I gave up. Morning chats with an attractive and potentially consenting member of the opposite sex always make me shift focus to one of the lower chakras, and getting Ronnie mad would lessen the chance of that chakra being allowed to go out to play.
“Here,” I said. I got up from the chair and went to the bed. “Lift the brush so you won’t yell at me when you paint your knuckle.” When she did I plopped onto the bed. “Look. This is the Cartier. It’s perfect. Immaculate artistry: rubies, diamonds, platinum, the whole shmear. And then there’s this.” I held out my other hand. In it was a brooch, of a kind, with an irregular birdcage made of bent wire to house a carved wooden bird, clumsily painted red, white, and blue. The whole thing had been glued to a piece of low-budget metal which had, in turn, been glued to a rusty safety pin. The metal of the cage was tarnished and corroded, an uneven spiral that looked like it might have begun life as a watch spring. There was a hair in the glue, and the colors of the paint had faded. Neither the carving nor the painting of the bird was exactly skillful, but it had a certain raw attitude, an improbable vitality.

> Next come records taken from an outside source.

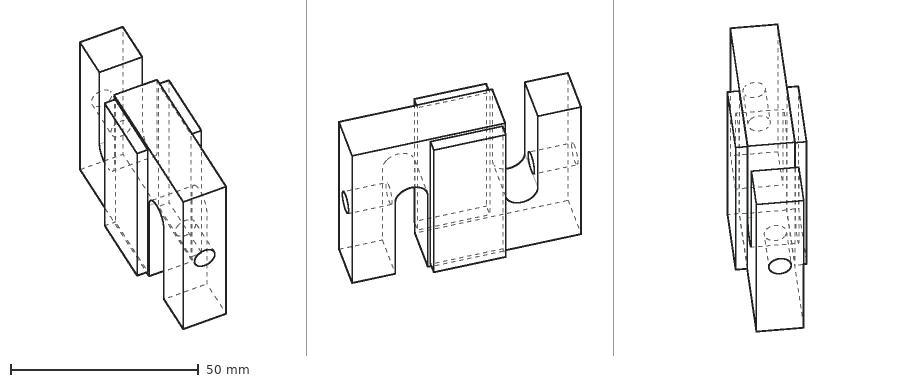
import cadquery as cq

body_length = 63.5
body_thickness = 12.7
body_height = 50.8

slot_width = 9.0
slot_depth = 33.0
arm_width = 12.0

cover_length = 20.0
cover_height = 48.8
cover_thickness = 3.175

hole_diameter = 6.0

slot_radius = slot_width / 2
slot_offset = body_length / 2 - arm_width - slot_radius


def make_slot_cutter(center_x, direction):
    """Slot through Y; direction is +1 for open at the top, -1 for open at the bottom."""
    open_z = direction * body_height / 2
    arc_center_z = open_z - direction * (slot_depth - slot_radius)
    round_tip_z = open_z - direction * slot_depth
    left_x = center_x - slot_radius
    right_x = center_x + slot_radius
    return (
        cq.Workplane("XZ")
        .workplane(offset=-body_thickness / 2)
        .moveTo(left_x, open_z)
        .lineTo(left_x, arc_center_z)
        .threePointArc((center_x, round_tip_z), (right_x, arc_center_z))
        .lineTo(right_x, open_z)
        .close()
        .extrude(body_thickness)
    )


def make_arm_hole_cutter(side):
    """Hole at mid-height from an end face into its slot; side is -1 or +1 along X."""
    reach = arm_width + slot_radius
    return (
        cq.Workplane("YZ")
        .workplane(offset=side * body_length / 2)
        .circle(hole_diameter / 2)
        .extrude(-side * reach)
    )


def make_covers():
    """Both cover plates as one block passing through the middle of the body."""
    return cq.Workplane("XY").box(
        cover_length, body_thickness + 2 * cover_thickness, cover_height
    )


result = cq.Workplane("XY").box(body_length, body_thickness, body_height)
for side in (-1, 1):
    result = result.cut(make_slot_cutter(side * slot_offset, -side))
    result = result.cut(make_arm_hole_cutter(side))
result = result.union(make_covers())
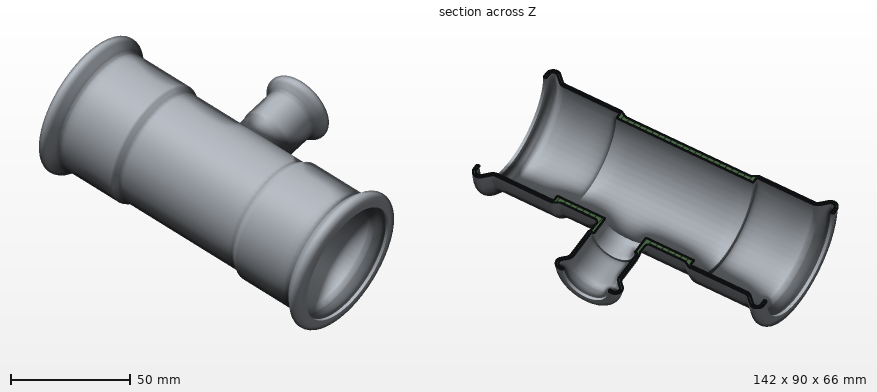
import cadquery as cq
import math

run_length = 142.0
overall_width = 90.0

run_radius = 53.4 / 2
run_bore_radius = 24.1
run_socket_radius = 57.0 / 2
run_bead_radius = 66.0 / 2
run_socket_depth = 37.5

branch_reach = overall_width - run_bead_radius
branch_radius = 23.9 / 2
branch_bore_radius = 10.0
branch_socket_radius = 25.0 / 2
branch_bead_radius = 16.0
branch_socket_depth = 23.6

socket_wall = 1.35
bead_round = 3.1
bead_slope = 45.0
step_slope = 30.0
neck_fillet = 2.0
step_fillet = 1.8
joint_fillet = 1.7


def bead_arc(radius, centre_depth, centre_radius):
    """Middle and end of the bead arc, from the axial face to the sloping back."""
    points = []
    for angle in ((bead_slope - 90) / 2, bead_slope):
        turn = math.radians(angle)
        depth = centre_depth + radius * math.sin(turn)
        points.append((depth, centre_radius + radius * math.cos(turn)))
    return points


def revolve_about_axis(profile):
    return profile.close().revolve(360, (0, 0, 0), (1, 0, 0))


def fillet_circle(body, radius, depth, circle_radius):
    """Round the circular edge of the given radius that lies at the given depth."""
    margin = 0.01
    reach = circle_radius + margin
    slab = cq.selectors.BoxSelector(
        (depth - margin, -reach, -reach), (depth + margin, reach, reach), boundingbox=True
    )
    return body.edges(slab).fillet(radius)


def socket_pipe(length, pipe_radius, bore_radius, socket_radius, bead_radius, socket_depth):
    """Solid outside and its cavity for a pipe along +X whose mouth is at X = 0."""
    slope = math.tan(math.radians(bead_slope))
    step_run = 1 / math.tan(math.radians(step_slope))
    bead_centre = bead_radius - bead_round
    socket_bore = socket_radius - socket_wall

    middle, back = bead_arc(bead_round, bead_round, bead_centre)
    neck_depth = back[0] + (back[1] - socket_radius) / slope
    step_end = socket_depth + (socket_radius - pipe_radius) * step_run
    outside = revolve_about_axis(
        cq.Workplane("XY")
        .lineTo(0, bead_centre)
        .threePointArc(middle, back)
        .lineTo(neck_depth, socket_radius)
        .lineTo(socket_depth, socket_radius)
        .lineTo(step_end, pipe_radius)
        .lineTo(length, pipe_radius)
        .lineTo(length, 0)
    )
    outside = fillet_circle(outside, neck_fillet, neck_depth, socket_radius)
    outside = fillet_circle(outside, step_fillet, socket_depth, socket_radius)
    outside = fillet_circle(outside, step_fillet, step_end, pipe_radius)

    middle, back = bead_arc(bead_round - socket_wall, bead_round, bead_centre)
    bore_neck = back[0] + (back[1] - socket_bore) / slope
    cavity = revolve_about_axis(
        cq.Workplane("XY")
        .lineTo(0, socket_bore)
        .lineTo(socket_wall, socket_bore)
        .lineTo(socket_wall, bead_centre)
        .threePointArc(middle, back)
        .lineTo(bore_neck, socket_bore)
        .lineTo(socket_depth, socket_bore)
        .lineTo(socket_depth, bore_radius)
        .lineTo(length, bore_radius)
        .lineTo(length, 0)
    )
    cavity = fillet_circle(cavity, neck_fillet + socket_wall, bore_neck, socket_bore)
    return outside, cavity


half_outside, half_cavity = (
    body.translate((-run_length / 2, 0, 0))
    for body in socket_pipe(
        run_length / 2, run_radius, run_bore_radius, run_socket_radius, run_bead_radius, run_socket_depth
    )
)
run_outside = half_outside.union(half_outside.mirror("YZ"))
run_cavity = half_cavity.union(half_cavity.mirror("YZ"))

branch_outside, branch_cavity = (
    body.rotate((0, 0, 0), (0, 0, 1), -90).translate((0, branch_reach, 0))
    for body in socket_pipe(
        branch_reach,
        branch_radius,
        branch_bore_radius,
        branch_socket_radius,
        branch_bead_radius,
        branch_socket_depth,
    )
)

joint_low = math.sqrt(run_radius**2 - branch_radius**2)
joint_margin = 0.1
joint_half_width = branch_radius + joint_margin
joint_box = cq.selectors.BoxSelector(
    (-joint_half_width, joint_low - joint_margin, -joint_half_width),
    (joint_half_width, run_radius + joint_margin, joint_half_width),
    boundingbox=True,
)
outside_body = run_outside.union(branch_outside).edges(joint_box).fillet(joint_fillet)

result = outside_body.cut(run_cavity).cut(branch_cavity)

She touched the tarnished cage and the bars wobbled. A self-respecting parakeet could have busted out in seconds. “Why would you take this?”
“They were together in the box. I thought I’d take them together, try to figure it out.”

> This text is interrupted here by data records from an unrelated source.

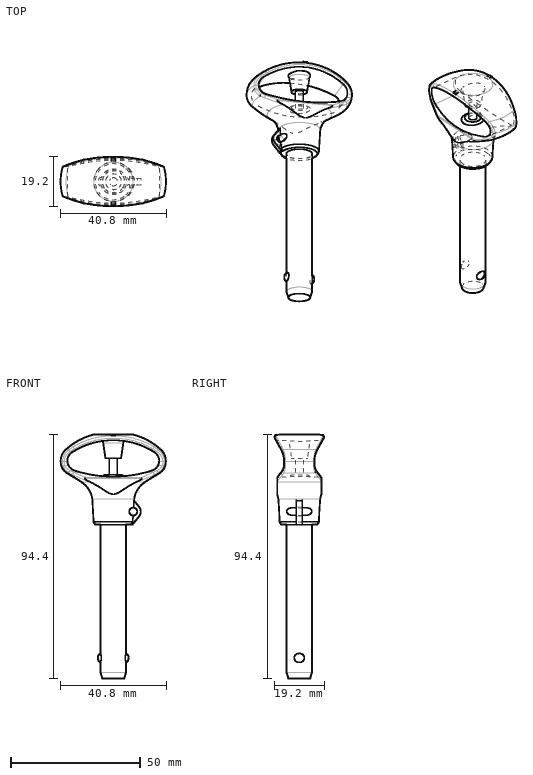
import cadquery as cq
import math


shank_radius = 5.0
shank_length = 59.55
tip_radius = 4.25
tip_height = 2.5
ball_radius = 2.05
ball_offset = 3.95
ball_height = 8.0

collar_bottom_radius = 7.0
collar_chamfer_radius = 7.65
collar_chamfer_height = 1.05
collar_top_radius = 8.15
collar_top_z = 9.95

handle_top_z = 34.85
top_flat_radius = 7.6
dome_mid_radius, dome_mid_z = 13.32, 32.59
shoulder_radius, shoulder_z = 18.35, 29.05
handle_radius = 20.42
handle_widest_z = 24.4
underside_radius, underside_z = 18.25, 20.1
flare_outer_radius, flare_outer_z = 12.4, 16.45

brow_half, brow_z = 10.64, 35.5
brow_start_half, brow_start_z = 7.25, 29.35
waist_half = 5.9
waist_top_z, waist_bottom_z = 24.4, 23.0
ledge_start_half, ledge_start_z = 6.95, 20.25
flank_half, flank_top_z = 8.6, 18.15
rim_fillet = 0.65

opening_half_length = 17.7
opening_widest_z = 24.8
opening_roof_z = 32.58
roof_end_half, roof_end_z = 15.7, 28.05
floor_end_half, floor_end_z = 14.9, 20.9
floor_mid_z = 18.5

button_tip_radius = 3.05
button_tip_z = 25.6
button_root_radius = 3.95
button_root_z = 31.55
button_flare = 0.95
rod_radius = 1.6
bushing_top_radius = 3.1
bushing_top_z = 19.3
bushing_base_radius = 4.6
bushing_base_z = 18.45

pad_width = 1.5
pad_outer_y = 9.2
pad_drop = 0.1

eye_x, eye_z = 7.72, 5.0
eye_radius = 1.5
tab_radius = 2.95
tab_thickness = 2.5
tab_tangent_angle = math.radians(39)

embed = 1.0
selection_margin = 0.1
cut_margin = 30.0


def make_shank():
    """Shank with a tapered tip and two locking balls."""
    tip_z = -shank_length
    shank = (
        cq.Workplane("XZ")
        .moveTo(0, tip_z)
        .lineTo(tip_radius, tip_z)
        .lineTo(shank_radius, tip_z + tip_height)
        .lineTo(shank_radius, embed)
        .lineTo(0, embed)
        .close()
        .revolve(360, (0, 0, 0), (0, 1, 0))
    )
    for side in (-1, 1):
        ball = cq.Workplane("XY").sphere(ball_radius)
        shank = shank.union(ball.translate((side * ball_offset, 0, tip_z + ball_height)))
    return shank


def make_handle_blank():
    """Dome, flare and collar in one turned body."""
    return (
        cq.Workplane("XZ")
        .moveTo(0, handle_top_z)
        .lineTo(top_flat_radius, handle_top_z)
        .threePointArc((dome_mid_radius, dome_mid_z), (shoulder_radius, shoulder_z))
        .tangentArcPoint((handle_radius, handle_widest_z), relative=False)
        .tangentArcPoint((underside_radius, underside_z), relative=False)
        .lineTo(flare_outer_radius, flare_outer_z)
        .tangentArcPoint((collar_top_radius, collar_top_z), relative=False)
        .lineTo(collar_chamfer_radius, collar_chamfer_height)
        .lineTo(collar_bottom_radius, 0)
        .lineTo(0, 0)
        .close()
        .revolve(360, (0, 0, 0), (0, 1, 0))
        .rotate((0, 0, 0), (0, 0, 1), 180)
    )


def make_side_cutter():
    """Material removed on the +Y side to leave the waisted face and the flat flank."""
    return (
        cq.Workplane("YZ")
        .moveTo(cut_margin, 0)
        .lineTo(flank_half, 0)
        .lineTo(flank_half, flank_top_z)
        .lineTo(ledge_start_half, ledge_start_z)
        .tangentArcPoint((waist_half, waist_bottom_z), relative=False)
        .lineTo(waist_half, waist_top_z)
        .tangentArcPoint((brow_start_half, brow_start_z), relative=False)
        .lineTo(brow_half, brow_z)
        .lineTo(cut_margin, brow_z)
        .close()
        .extrude(cut_margin, both=True)
    )


def make_opening():
    """Finger opening through the handle along Y."""
    return (
        cq.Workplane("XZ")
        .moveTo(-floor_end_half, floor_end_z)
        .threePointArc((0, floor_mid_z), (floor_end_half, floor_end_z))
        .threePointArc((opening_half_length, opening_widest_z), (roof_end_half, roof_end_z))
        .threePointArc((0, opening_roof_z), (-roof_end_half, roof_end_z))
        .threePointArc((-opening_half_length, opening_widest_z), (-floor_end_half, floor_end_z))
        .close()
        .extrude(cut_margin, both=True)
    )


def make_handle():
    """Turned blank with both sides waisted, their rims rounded, and the finger opening."""
    cutter = make_side_cutter()
    blank = make_handle_blank().cut(cutter).cut(cutter.mirror("XZ"))
    rim_bottom = flank_top_z - selection_margin
    rim_top = handle_top_z - selection_margin
    ledge_top = flank_top_z + selection_margin
    for side in (-1, 1):
        near_y = side * (waist_half - selection_margin)
        far_y = side * cut_margin
        rim_zone = cq.selectors.BoxSelector(
            (-cut_margin, near_y, rim_bottom), (cut_margin, far_y, rim_top)
        )
        ledge_zone = cq.selectors.BoxSelector(
            (-cut_margin, near_y, rim_bottom), (cut_margin, far_y, ledge_top)
        )
        rim = blank.edges(rim_zone).edges("not |X")
        ledge = blank.edges(ledge_zone).edges("|X")
        blank = rim.add(ledge).fillet(rim_fillet)
    return blank.cut(make_opening())


def make_button():
    """Tapered release button hanging from the roof, flared where it meets the roof."""
    flare_radius = button_root_radius + button_flare
    flare_z = button_root_z + button_flare
    flare_mid = button_flare * (1 - math.sqrt(0.5))
    return (
        cq.Workplane("XZ")
        .moveTo(0, button_tip_z)
        .lineTo(button_tip_radius, button_tip_z)
        .lineTo(button_root_radius, button_root_z)
        .threePointArc(
            (button_root_radius + flare_mid, flare_z - flare_mid),
            (flare_radius, flare_z),
        )
        .lineTo(flare_radius, flare_z + embed)
        .lineTo(0, flare_z + embed)
        .close()
        .revolve(360, (0, 0, 0), (0, 1, 0))
    )


def make_rod():
    """Rod from the button down to its conical bushing on the opening floor."""
    return (
        cq.Workplane("XZ")
        .moveTo(0, bushing_base_z - embed)
        .lineTo(bushing_base_radius, bushing_base_z - embed)
        .lineTo(bushing_base_radius, bushing_base_z)
        .lineTo(bushing_top_radius, bushing_top_z)
        .lineTo(rod_radius, bushing_top_z)
        .lineTo(rod_radius, button_tip_z + embed)
        .lineTo(0, button_tip_z + embed)
        .close()
        .revolve(360, (0, 0, 0), (0, 1, 0))
    )


def make_dome_pads():
    """One bar just below the top; only its two ends emerge from the dome."""
    return (
        cq.Workplane("XY", origin=(0, 0, handle_top_z - pad_drop - embed))
        .rect(pad_width, 2 * pad_outer_y)
        .extrude(embed)
    )


def make_tab():
    """Lanyard tab: a rounded nose with straight sides running into the collar."""
    nose_x = eye_x + tab_radius * math.cos(tab_tangent_angle)
    nose_rise = tab_radius * math.sin(tab_tangent_angle)
    side_slope = 1 / math.tan(tab_tangent_angle)
    top_root_z = eye_z + nose_rise + (nose_x - collar_bottom_radius) * side_slope
    bottom_x = nose_x - (eye_z - nose_rise) / side_slope
    return (
        cq.Workplane("XZ", origin=(0, tab_thickness / 2, 0))
        .moveTo(0, 0)
        .lineTo(bottom_x, 0)
        .lineTo(nose_x, eye_z - nose_rise)
        .threePointArc((eye_x + tab_radius, eye_z), (nose_x, eye_z + nose_rise))
        .lineTo(collar_bottom_radius, top_root_z)
        .lineTo(0, top_root_z)
        .close()
        .extrude(tab_thickness)
    )


def make_eye():
    """Hole along Y through the tab and the edge of the collar."""
    return (
        cq.Workplane("XZ")
        .center(eye_x, eye_z)
        .circle(eye_radius)
        .extrude(cut_margin, both=True)
    )


result = (
    make_handle()
    .union(make_shank())
    .union(make_button())
    .union(make_rod())
    .union(make_dome_pads())
    .union(make_tab())
    .cut(make_eye())
)

“I like it better,” she said. “Want to give me this one?”
“Would it affect the way we spend the next ninety minutes?”
“Naw. You’ve been good enough. And, although I’ll deny this if you tell anyone I said it, we women experience the occasional
meat-dance urge, too, when we’re in the company of a competent but not too dominant male who smells good and has nice manners and a knack for abstract thinking. In a pinch, forget the thinking. Let me look at that for a minute while my nails dry.” She extended her right hand, the one she’d done first, palm up, and I put the handmade birdcage into it. She brought it up close to her face, looking down at it, and said, “The fancy one is pretty. But this one is beautiful.”
“You’ve got a fine eye.”
“I already told you I’d honor your ticket.”
“I need to get someone to look at it. Someone who’s not Stinky.”
“Oh, just take him some flowers.”
“He hired a guy to
kill
me.”
“Orchids, then.”
Somebody knocked on the motel room door. Not aggressive, but confident. I snatched the homemade brooch from her hand and dropped both of them into the jewelry box, which had a label from a chain of budget stores on it, and motioned to Ronnie to do one more button on her blouse, not because she really needed to, but because I wanted to watch. When the show was over, I went to the closet and got my Glock out of the holster that was dangling from the coat hook on the inside of the door. Then, holding the gun in the hand I kept behind the door, I pulled it open and felt my stomach sink.